UMC Announces a Device Technique that Enhances Silicon-on-Insulator (SOI) Transistor Performance

May 26, 2004

HSINCHU, Taiwan, May 26, 2004 -- UMC, a world leading semiconductor foundry, today announced the discovery of a new engineering technique that enhances Silicon-on-Insulator (SOI) transistor performance. The Direct-Tunneling induced Floating-Body Potential, which is a manipulation technique that magnifies a certain device physics behavior, provides PMOS transistors a 30 percent increase in drive current compared to conventional body-grounded SOI transistors. Unlike other performance enhancing techniques such as strained silicon devices or multi-gate transistors, this new technique suffers no additional process complexity, which translates into a better position in terms of manufacturing cost and yield.

"To further increase our competitiveness, UMC has always researched a variety of possible enabling technologies simultaneously," said S. C. Chien, senior director of UMC's Central Research and Development. "Our discovery on Direct-Tunneling induced Floating-Body Potential for Silicon-on-Insulator transistors not only provides the performance enhancement needed for UMC's future technologies, but also retains good manufacturability, which is a crucial element for a successful semiconductor foundry."

Direct Tunneling is a quantum mechanical behavior where electrons or holes jump through a thin insulator. This usually undesirable behavior can be manipulated with simple design layout structures. SOI devices could take advantage of this behavior to circumvent the Floating-Body Effect, an uncontrollable parasitic effect. With this extra control, the transistor behaves much more predictably in addition to the performance gain.

A series of publications discussing this technique have been published in the April and May editions of IEEE Electron Device Letters and IEEE Transactions on Electron Devices.
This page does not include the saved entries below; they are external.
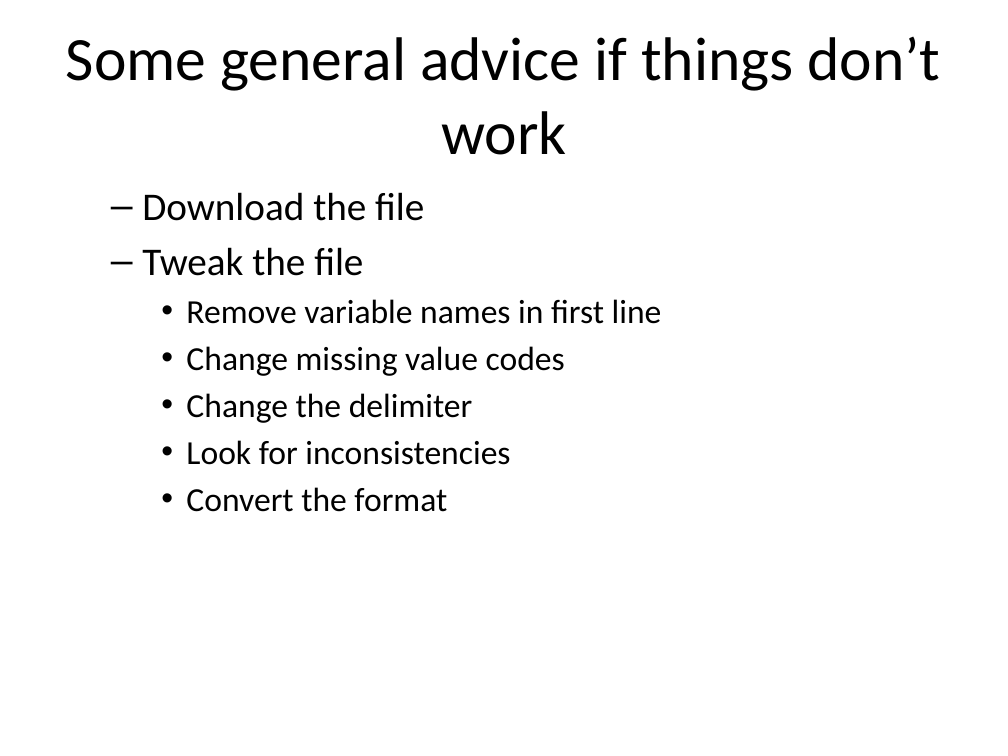
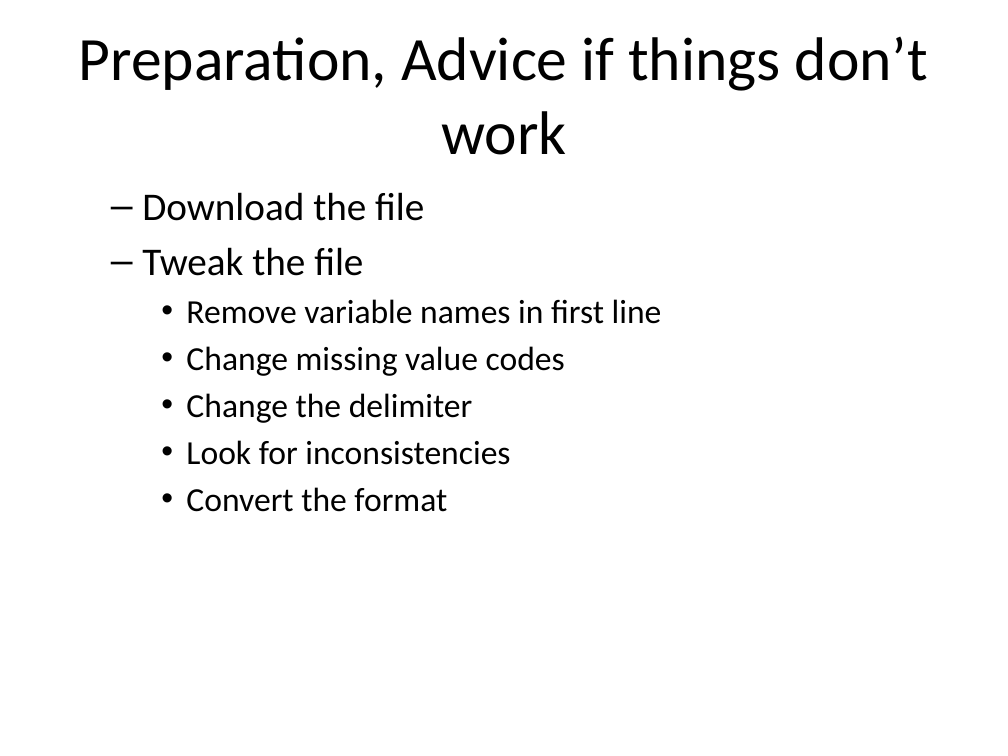
Before and after one commit to pmean/data-visualization, a slide deck: slide 4 of data-viz-01/component/preparation.pptx. Drawn at 1008x756 pixels with LibreOffice and Linux fonts; fonts in the diff are those of the drawing. Boxes give left, top, right and bottom in pixels: in the first picture for what was removed or moved away, otherwise in the second. Text is boxed around its words. In the diff, an @@ line names an element or a change of style, - is before the commit and + after.

```diff
--- a/data-viz-01/component/preparation.pptx
+++ b/data-viz-01/component/preparation.pptx
@@ title at [79,37,928,155]: text changed @@
-Some general advice if things don’t work
+Preparation, Advice if things don’t work
```
Also in this commit, not shown: 14 other slides changed, 14 other files.

About Silicon-on-Insulator (SOI)
Silicon-on-Insulator is an approach in which transistors are built on top of an insulating material instead of the conventional silicon crystal substrate. By replacing the silicon substrate with an insulator substrate, extra capacitive load produced at the interface between the substrate and the transistor active areas is eliminated. In effect, SOI transistors can switch faster with lower power consumption, compared to conventional bulk silicon transistors. However, the body of the transistor is now sitting on an insulator and therefore electrically isolated from the rest of the circuit. The isolated body leads to the floating body effect, which creates an uncontrollable mode that makes transistors behave erratically in certain circumstances.